Amorphization of silicon induced by nanodroplet impact: A molecular dynamics study

Abstract

The hypervelocity impact of electrosprayed nanodroplets on crystalline silicon produces an amorphous layer with a thickness comparable to the droplet diameters. The phase transition is puzzling considering that amorphization has not been observed in macroscopic shock compression of silicon, the only apparent difference being the several orders of magnitude disparity between the sizes of the macroscopic and nanodroplet projectiles. This article investigates the physics of the amorphization by modeling the impact of a nanodrop on single-crystal silicon via molecular dynamics. The simulation shows that the amorphization results from the heating and subsequent melting of a thin layer of silicon surrounding the impact area, followed by an ultrafast quenching with cooling rates surpassing 1013 K/s. These conditions impede crystalline growth in the supercooled liquid phase, which finally undergoes a glass transition to render a disordered solid phase.
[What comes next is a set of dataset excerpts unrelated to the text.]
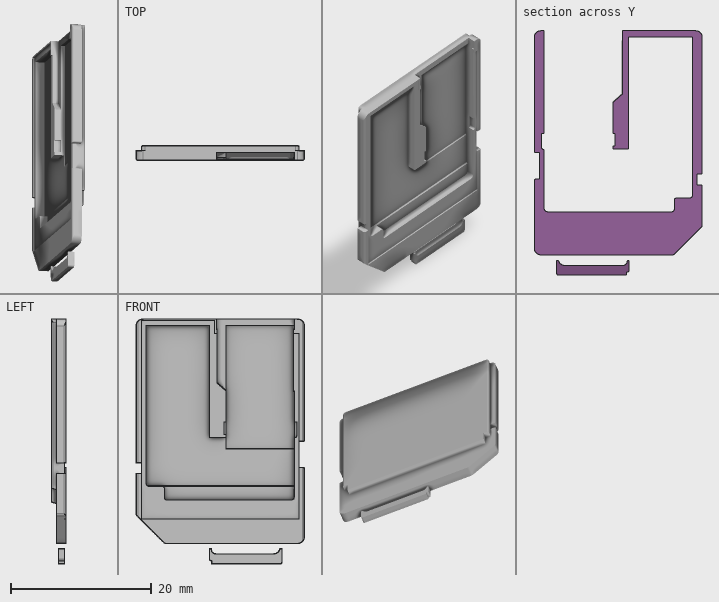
import cadquery as cq


card_width = 24.0
card_height = 32.0
step_inset = 0.75
front_thickness = 1.4
card_thickness = 2.1
half_width = card_width / 2
rear_half_width = half_width - step_inset
front_corner_radius = 1.0
rear_corner_radius = 0.5
corner_chamfer = 4.1
chamfer_blend_radius = 0.5
front_edge_radius = 0.3
rear_edge_radius = 0.25

tongue_bottom = 5.7
tongue_length = 2.0
tongue_slope_rise = 0.2
tongue_inset = step_inset

left_notch_bottom = 10.0
left_notch_height = 1.5
right_notch_bottom = 10.85
right_notch_height = 3.7
right_notch_edge_radius = 0.2

label_depth = 0.2
label_bottom = 3.5
label_top_margin = 0.2
label_slot_margin = 2.1
label_left_part_end = -0.85

wall = 1.45

slot_floor = 1.1
slot_left = -0.55
slot_right = half_width - wall
lip_width = 0.1
lip_back = 0.4
lip_top = 30.55
lip_bottom = 21.7
shoulder_top = 22.95
shoulder_bottom = 21.85

pocket_half_width = slot_right
top_wall = 0.95
pocket_top = card_height - top_wall
step_rise = 0.1
main_floor = 1.55
main_bottom = 8.15
main_corner_radius = 0.4
bay_floor = 1.7
bay_left = 0.8
bay_bottom = 13.45
lower_floor = 1.35
lower_bottom = 6.2
lower_left = -7.95
lower_left_radius = 0.35
lower_right_radius = 0.5

rib_left = -1.5
rib_bottom = 15.1

clip_width = 10.35
clip_height = 2.2
clip_thickness = slot_floor - label_depth
clip_left = -1.55
clip_bottom = -2.9
clip_heel_inset = 0.33
clip_heel_height = 0.45
clip_corner_radius = 0.25
clip_heel_radius = 0.25
prong_width = 0.3
prong_height = 0.75
left_prong_radius = 0.6
right_prong_radius = 0.9
seat_left = 0.5
seat_clearance = 0.05


def block(left, right, front, back, bottom, top):
    """Box given by its limits along X, Y and Z."""
    size = (right - left, back - front, top - bottom)
    return cq.Workplane("XY").box(*size, centered=False).translate((left, front, bottom))


def plate(outline, front, back):
    """Closed XZ outline extruded along Y from front to back."""
    sketch = cq.Workplane("XZ", origin=(0, front, 0))
    return sketch.polyline(outline).close().extrude(front - back)


def sloped_pocket(left, right, front, slope_start, back, bottom, top):
    """Pocket whose lower wall slopes up by the step rise from slope_start to its floor."""
    profile = [
        (front, bottom),
        (slope_start, bottom),
        (back, bottom + step_rise),
        (back, top),
        (front, top),
    ]
    sketch = cq.Workplane("YZ", origin=(left, 0, 0))
    return sketch.polyline(profile).close().extrude(right - left)


def round_corners(body, corners, radius):
    """Round the edges parallel to Y that stand at the given (x, z) corners."""
    reach = 0.01
    for x, z in corners:
        near = (x - reach, 0, z - reach)
        far = (x + reach, card_thickness, z + reach)
        body = body.edges(cq.selectors.BoxSelector(near, far)).edges("|Y").fillet(radius)
    return body


def front_half():
    """Wide front plate with rounded side edges, one chamfered corner and three round ones."""
    blank = block(-half_width, half_width, 0, front_thickness, 0, card_height)
    rounded_sides = blank.edges("|Z and <Y").fillet(front_edge_radius)
    corner_cut = plate(
        [(-half_width, 0), (-half_width, corner_chamfer), (corner_chamfer - half_width, 0)],
        0, front_thickness,
    )
    outline = blank.cut(corner_cut)
    outline = round_corners(
        outline,
        [(-half_width, card_height), (half_width, card_height), (half_width, 0)],
        front_corner_radius,
    )
    outline = round_corners(
        outline,
        [(-half_width, corner_chamfer), (corner_chamfer - half_width, 0)],
        chamfer_blend_radius,
    )
    return rounded_sides.intersect(outline)


def side_notches():
    """Notch in each side edge; the right one has rounded outer corners."""
    left_notch_top = left_notch_bottom + left_notch_height
    right_notch_top = right_notch_bottom + right_notch_height
    left = block(-half_width, -rear_half_width, 0, front_thickness,
                 left_notch_bottom, left_notch_top)
    flare = right_notch_edge_radius
    right = (
        cq.Workplane("XZ")
        .moveTo(rear_half_width, right_notch_bottom)
        .lineTo(half_width - flare, right_notch_bottom)
        .radiusArc((half_width, right_notch_bottom - flare), flare)
        .lineTo(half_width, right_notch_top + flare)
        .radiusArc((half_width - flare, right_notch_top), flare)
        .lineTo(rear_half_width, right_notch_top)
        .close()
        .extrude(-front_thickness)
    )
    return left.union(right)


def rear_half():
    """Narrow rear plate ending below in a narrower tongue with a sloping end."""
    tongue_half_width = rear_half_width - tongue_inset
    blank = block(-rear_half_width, rear_half_width, front_thickness, card_thickness,
                  tongue_bottom, card_height)
    rounded_sides = blank.edges("|Z and >Y").fillet(rear_edge_radius)
    top_corners = [(-rear_half_width, card_height), (rear_half_width, card_height)]
    body = round_corners(blank, top_corners, rear_corner_radius).intersect(rounded_sides)

    def sloped_block(half, bottom):
        """Everything above a sloping lower face, over the given half width."""
        profile = [
            (front_thickness, bottom),
            (card_thickness, bottom + tongue_slope_rise),
            (card_thickness, card_height),
            (front_thickness, card_height),
        ]
        return cq.Workplane("YZ").polyline(profile).close().extrude(half, both=True)

    full_width_part = sloped_block(rear_half_width, tongue_bottom + tongue_length)
    tongue_part = sloped_block(tongue_half_width, tongue_bottom)
    return body.intersect(full_width_part.union(tongue_part))


def label_recess():
    """Shallow recess over the front face, lowered along the top beside the card slot."""
    upper = card_height - label_top_margin
    lower = card_height - label_slot_margin
    outline = [
        (-rear_half_width, label_bottom),
        (rear_half_width, label_bottom),
        (rear_half_width, lower),
        (label_left_part_end, lower),
        (label_left_part_end, upper),
        (-rear_half_width, upper),
    ]
    return plate(outline, 0, label_depth)


def pockets():
    """Main pocket around the rib, the deeper card bay and the shallower lower pocket."""
    main = sloped_pocket(-pocket_half_width, pocket_half_width, 0, lower_floor, main_floor,
                         main_bottom, pocket_top)
    main = round_corners(main, [(-pocket_half_width, main_bottom)], main_corner_radius)
    main = main.cut(block(rib_left, half_width, 0, main_floor, rib_bottom, pocket_top))
    bay = sloped_pocket(bay_left, pocket_half_width, slot_floor, main_floor, bay_floor,
                        bay_bottom, pocket_top)
    flare = lower_left_radius
    lower = (
        cq.Workplane("XZ")
        .moveTo(lower_left - flare, main_bottom)
        .radiusArc((lower_left, main_bottom - flare), flare)
        .lineTo(lower_left, lower_bottom + flare)
        .radiusArc((lower_left + flare, lower_bottom), -flare)
        .lineTo(pocket_half_width - lower_right_radius, lower_bottom)
        .radiusArc((pocket_half_width, lower_bottom + lower_right_radius), -lower_right_radius)
        .lineTo(pocket_half_width, main_bottom)
        .close()
        .extrude(-lower_floor)
    )
    return main.union(bay).union(lower)


def card_slot():
    """Slot through the top wall and the rib, with a sloping shoulder on its left and front lips."""
    lip_left = slot_left + lip_width
    lip_right = slot_right - lip_width
    front_outline = [
        (slot_left, card_height),
        (slot_right, card_height),
        (slot_right, lip_top),
        (lip_right, lip_top),
        (lip_right, lip_bottom),
        (slot_right, lip_bottom),
        (slot_right, bay_bottom),
        (bay_left, bay_bottom),
        (bay_left, shoulder_bottom),
        (lip_left, shoulder_top),
        (lip_left, lip_top),
        (slot_left, lip_top),
    ]
    rear_outline = [
        (slot_left, card_height),
        (slot_right, card_height),
        (slot_right, bay_bottom),
        (bay_left, bay_bottom),
        (bay_left, shoulder_bottom - lip_width),
        (slot_left, shoulder_top),
    ]
    return plate(front_outline, 0, lip_back).union(plate(rear_outline, lip_back, slot_floor))


def clip_seat():
    """Recesses in the rib and in the right wall that take the ends of the clip."""
    seat_right = seat_left + clip_width + seat_clearance
    seat_top = rib_bottom + clip_height
    seat = block(seat_left, seat_right, 0, slot_floor, rib_bottom, seat_top)
    seat = round_corners(seat, [(seat_right, rib_bottom)], clip_corner_radius)
    heel = block(seat_left, bay_left, 0, slot_floor, rib_bottom, rib_bottom + clip_heel_height)
    return seat.cut(heel)


def make_housing():
    body = front_half().cut(side_notches()).union(rear_half())
    return body.cut(label_recess()).cut(pockets()).cut(card_slot()).cut(clip_seat())


def make_clip():
    """U-shaped clip with two short prongs on top and a stepped heel at the lower left."""
    right = clip_left + clip_width
    top = clip_bottom + clip_height
    saddle = top - prong_height
    body = (
        cq.Workplane("XZ", origin=(0, label_depth, 0))
        .moveTo(clip_left, top)
        .lineTo(clip_left, clip_bottom + clip_heel_height)
        .lineTo(clip_left + clip_heel_inset, clip_bottom + clip_heel_height)
        .lineTo(clip_left + clip_heel_inset, clip_bottom)
        .lineTo(right, clip_bottom)
        .lineTo(right, top)
        .lineTo(right - prong_width, top)
        .radiusArc((right - prong_width - right_prong_radius, saddle), right_prong_radius)
        .lineTo(clip_left + prong_width + left_prong_radius, saddle)
        .radiusArc((clip_left + prong_width, saddle + left_prong_radius), left_prong_radius)
        .lineTo(clip_left + prong_width, top)
        .close()
        .extrude(-clip_thickness)
    )
    body = round_corners(body, [(right, clip_bottom)], clip_corner_radius)
    return round_corners(body, [(clip_left, clip_bottom + clip_heel_height)], clip_heel_radius)


housing = make_housing()
clip = make_clip()

result = cq.Compound.makeCompound([housing.val(), clip.val()])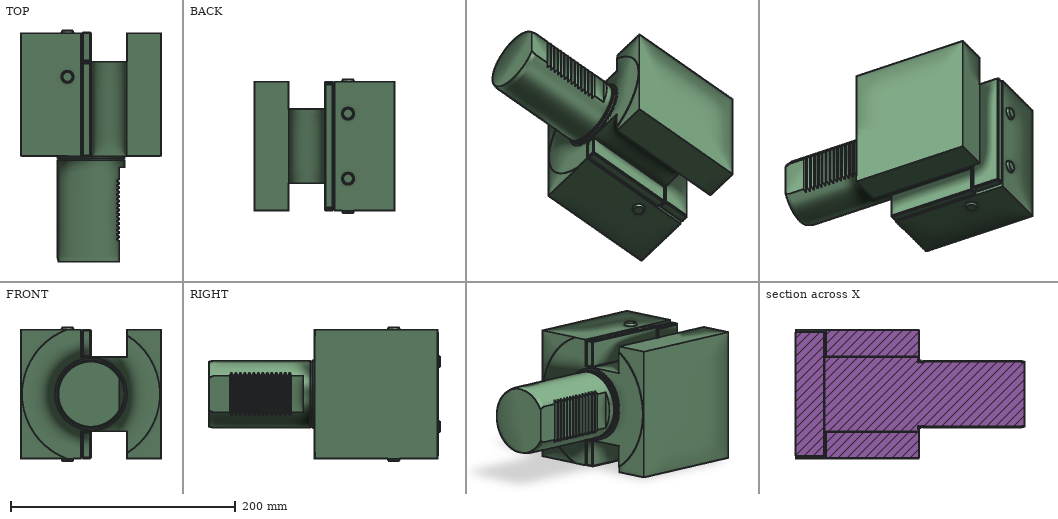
import cadquery as cq
import math


BODY_WIDTH = 125.0
BODY_LENGTH = 110.0
BODY_HEIGHT = 115.0
SEAT_RADIUS = 61.5
SEAT_RISE = 0.5

SLOT_LEFT = -9.0
SLOT_RIGHT = 32.0
WEB_HALF_HEIGHT = 33.25
WEB_BACK = 84.6

PLATE_LEFT = -8.0
PLATE_WIDTH = 8.0
PLATE_CHAMFER = 1.0
SIDE_PLATE_BACK = 83.5
BACK_PLATE_OVERHANG = 0.7
BACK_PLATE_HALF_HEIGHT = 55.7

SHANK_DIAMETER = 60.0
SHANK_LENGTH = 94.0
NECK_DIAMETER = 58.7
NECK_LENGTH = 3.5
END_CHAMFER_LENGTH = 4.0
END_CHAMFER_DEPTH = 1.0
FLAT_OFFSET = 25.2
FLAT_START = 9.8

TOOTH_PITCH = 4.0
VALLEY_COUNT = 14
FIRST_VALLEY = 21.8
VALLEY_DEPTH = 2.0
VALLEY_MOUTH = 3.0
VALLEY_FLOOR = 0.6

RECESS_RADIUS = 32.2
RECESS_DEPTH = 1.0
RING_RADIUS = 29.2
RING_SECTION_RADIUS = 1.05
RING_PROTRUSION = 0.5

NOZZLE_HEIGHT = 2.37
NOZZLE_BASE_RADIUS = 5.5
NOZZLE_TOP_RADIUS = 4.3
NOZZLE_X = -21.0
SIDE_NOZZLE_Y = 71.0
BACK_NOZZLE_Z = 29.0


def box(x_min, x_max, y_min, y_max, z_min, z_max):
    size = (x_max - x_min, y_max - y_min, z_max - z_min)
    return cq.Workplane("XY").box(*size, centered=False).translate((x_min, y_min, z_min))


def disc(radius, y_min, y_max):
    """Cylinder on the shank axis."""
    return cq.Workplane("XZ", origin=(0, y_max, 0)).circle(radius).extrude(y_max - y_min)


def make_body():
    half_width = BODY_WIDTH / 2
    half_height = BODY_HEIGHT / 2
    block = box(-half_width, half_width, SEAT_RISE, BODY_LENGTH, -half_height, half_height)
    envelope = box(-half_width, half_width, 0, BODY_LENGTH, -half_height, half_height)
    body = block.union(disc(SEAT_RADIUS, 0, BODY_LENGTH / 2).intersect(envelope))
    body = body.cut(box(SLOT_LEFT, SLOT_RIGHT, 0, BODY_LENGTH, WEB_HALF_HEIGHT, half_height))
    body = body.cut(box(SLOT_LEFT, SLOT_RIGHT, 0, BODY_LENGTH, -half_height, -WEB_HALF_HEIGHT))
    body = body.cut(box(SLOT_LEFT, SLOT_RIGHT, WEB_BACK, BODY_LENGTH, -half_height, half_height))
    return body.cut(disc(RECESS_RADIUS, 0, RECESS_DEPTH))


def make_plates():
    half_height = BODY_HEIGHT / 2
    plate_right = PLATE_LEFT + PLATE_WIDTH
    back_end = BODY_LENGTH + BACK_PLATE_OVERHANG
    upper = box(PLATE_LEFT, plate_right, 0, SIDE_PLATE_BACK, WEB_HALF_HEIGHT, half_height)
    upper = upper.edges().chamfer(PLATE_CHAMFER)
    lower = upper.mirror("XY")
    back_z = BACK_PLATE_HALF_HEIGHT
    back = box(PLATE_LEFT, plate_right, WEB_BACK, back_end, -back_z, back_z)
    return [upper, lower, back.edges().chamfer(PLATE_CHAMFER)]


def make_shank():
    radius = SHANK_DIAMETER / 2
    neck_radius = NECK_DIAMETER / 2
    profile = [
        (0, RECESS_DEPTH),
        (neck_radius, RECESS_DEPTH),
        (neck_radius, -NECK_LENGTH),
        (radius, -NECK_LENGTH),
        (radius, END_CHAMFER_LENGTH - SHANK_LENGTH),
        (radius - END_CHAMFER_DEPTH, -SHANK_LENGTH),
        (0, -SHANK_LENGTH),
    ]
    shank = cq.Workplane("XY").polyline(profile).close().revolve(360, (0, 0, 0), (0, 1, 0))
    shank = shank.cut(box(FLAT_OFFSET, radius, -SHANK_LENGTH, -FLAT_START, -radius, radius))
    for index in range(VALLEY_COUNT):
        shank = shank.cut(make_valley(-FIRST_VALLEY - index * TOOTH_PITCH))
    return shank


def make_valley(y):
    """Trapezoidal groove across the shank flat, centred at the given Y."""
    floor_x = FLAT_OFFSET - VALLEY_DEPTH
    profile = [
        (FLAT_OFFSET, y - VALLEY_MOUTH / 2),
        (FLAT_OFFSET, y + VALLEY_MOUTH / 2),
        (floor_x, y + VALLEY_FLOOR / 2),
        (floor_x, y - VALLEY_FLOOR / 2),
    ]
    return cq.Workplane("XY").polyline(profile).close().extrude(SHANK_DIAMETER / 2, both=True)


def make_sealing_ring():
    section = cq.Workplane("XY").center(RING_RADIUS, -RING_PROTRUSION).circle(RING_SECTION_RADIUS)
    return section.revolve(360, (-RING_RADIUS, 0, 0), (-RING_RADIUS, 1, 0))


def make_nozzle():
    """Spherical zone standing on the XY plane, its base circle larger than its top circle."""
    radius_drop = NOZZLE_BASE_RADIUS**2 - NOZZLE_TOP_RADIUS**2
    centre_depth = (radius_drop - NOZZLE_HEIGHT**2) / (2 * NOZZLE_HEIGHT)
    ball_radius = math.hypot(NOZZLE_BASE_RADIUS, centre_depth)
    ball = cq.Workplane("XY").sphere(ball_radius).translate((0, 0, -centre_depth))
    core = cq.Workplane("XY", origin=(0, 0, -centre_depth)).circle(ball_radius)
    return ball.intersect(core.extrude(centre_depth + NOZZLE_HEIGHT))


def make_nozzles():
    nozzle = make_nozzle()
    top = nozzle.translate((NOZZLE_X, SIDE_NOZZLE_Y, BODY_HEIGHT / 2))
    back = nozzle.rotate((0, 0, 0), (1, 0, 0), -90)
    nozzles = [top, top.mirror("XY")]
    for z in (-BACK_NOZZLE_Z, BACK_NOZZLE_Z):
        nozzles.append(back.translate((NOZZLE_X, BODY_LENGTH, z)))
    return nozzles


result = make_body().union(make_shank()).union(make_sealing_ring())
for detail in make_plates() + make_nozzles():
    result = result.union(detail)

The high temperature field near the impact interface is a localized effect. The significantly different temperatures and cooling rates near the surface and in the bulk explain why amorphization occurs in nanodroplet impact, while it is absent in macroscopic shock compression. Since these high temperatures and ultrafast quenching rates are likely to occur in other materials, nanodroplet impact may become a general amorphatization technique for treating the surfaces of most crystalline substrates.